# Exercise
What is needed is an exact copy of the data below, pictures excluded.

# Data provided
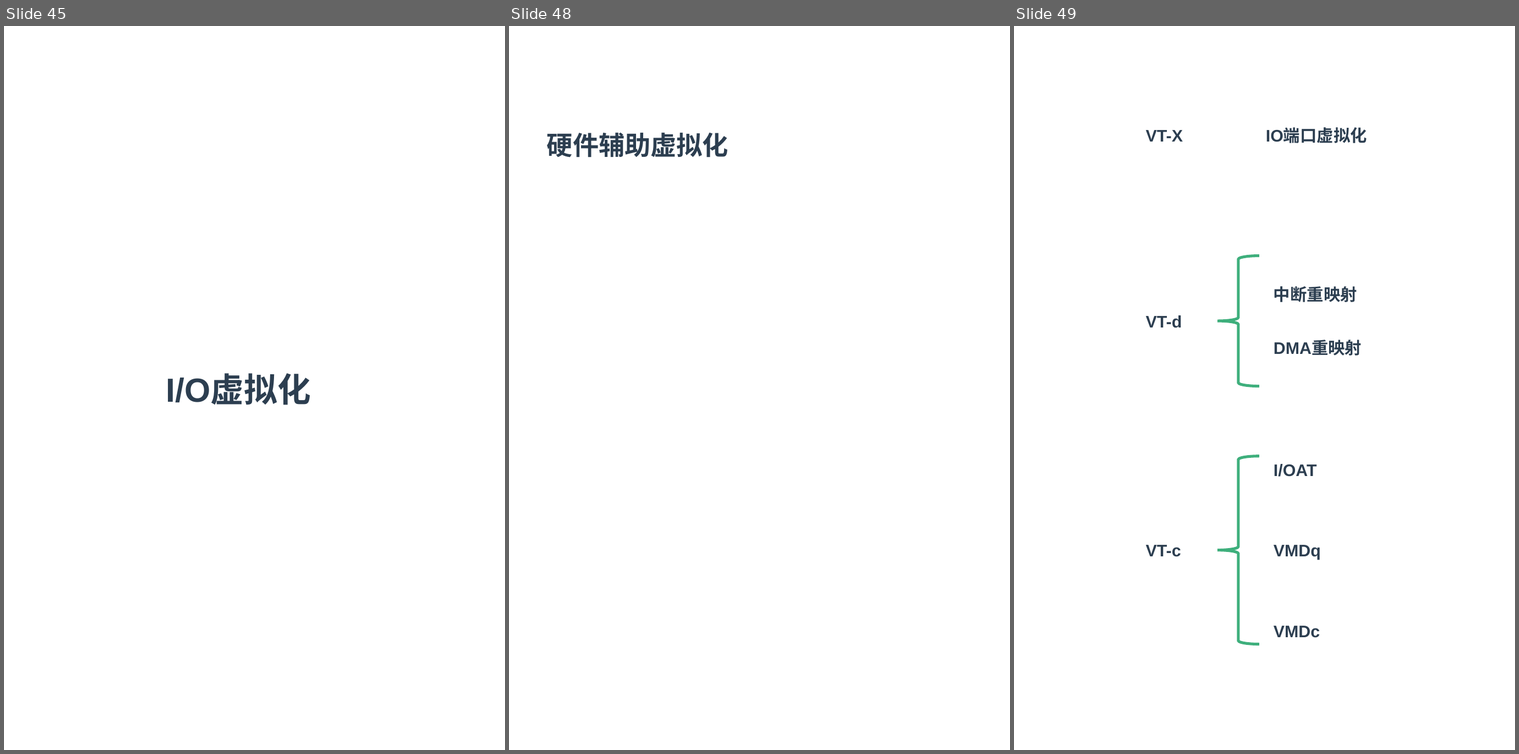
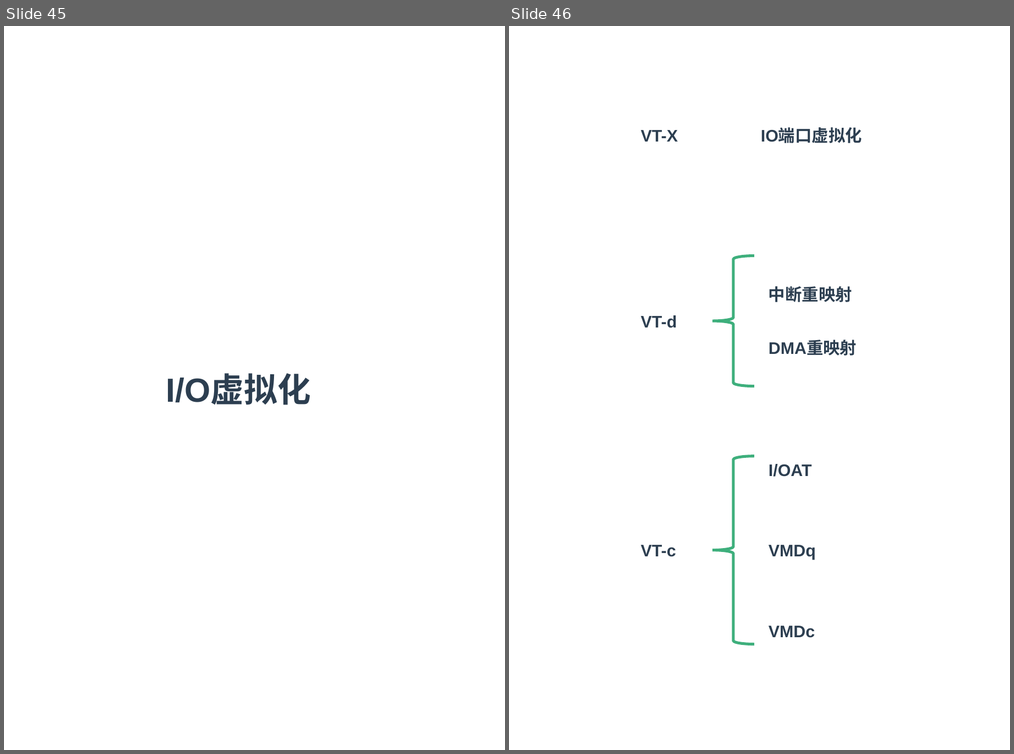
Before and after one commit to zaiqiang-dong/zaiqiang, a slide deck: picture/vitrualization/vitrualization.pptx. Shown side by side, each under a label of ours: slides 45, 48 and 49 before the commit, slides 45 and 46 after it; the slides between them are not shown. The pictures are 1519x754 and 1014x754 pixels, drawn with LibreOffice and Linux fonts; fonts in the diff are those of the drawing. Boxes give left, top, right and bottom in pixels: in the first picture for what was removed or moved away, otherwise in the second. Text is boxed around its words. In the diff, an @@ line names an element or a change of style, - is before the commit and + after.

```diff
--- a/picture/vitrualization/vitrualization.pptx
+++ b/picture/vitrualization/vitrualization.pptx
@@ slide 48 removed at box(509, 26, 1010, 750), background #FFFFFF @@
@@ text removed at box(547, 133, 728, 157) @@
-硬件辅助虚拟化
@@ what was slide 49 is now slide 46 @@
```
Also in this commit, not shown: 2 slides changed, 1 slide added, 2 other slides removed, 5 other files.

# Answer to the problem
Before and after one commit to zaiqiang-dong/zaiqiang, a slide deck: picture/vitrualization/vitrualization.pptx. Shown side by side, each under a label of ours: slides 45, 48 and 49 before the commit, slides 45 and 46 after it; the slides between them are not shown. The pictures are 1519x754 and 1014x754 pixels, drawn with LibreOffice and Linux fonts; fonts in the diff are those of the drawing. Boxes give left, top, right and bottom in pixels: in the first picture for what was removed or moved away, otherwise in the second. Text is boxed around its words. In the diff, an @@ line names an element or a change of style, - is before the commit and + after.

```diff
--- a/picture/vitrualization/vitrualization.pptx
+++ b/picture/vitrualization/vitrualization.pptx
@@ slide 48 removed at box(509, 26, 1010, 750), background #FFFFFF @@
@@ text removed at box(547, 133, 728, 157) @@
-硬件辅助虚拟化
@@ what was slide 49 is now slide 46 @@
```
Also in this commit, not shown: 2 slides changed, 1 slide added, 2 other slides removed, 5 other files.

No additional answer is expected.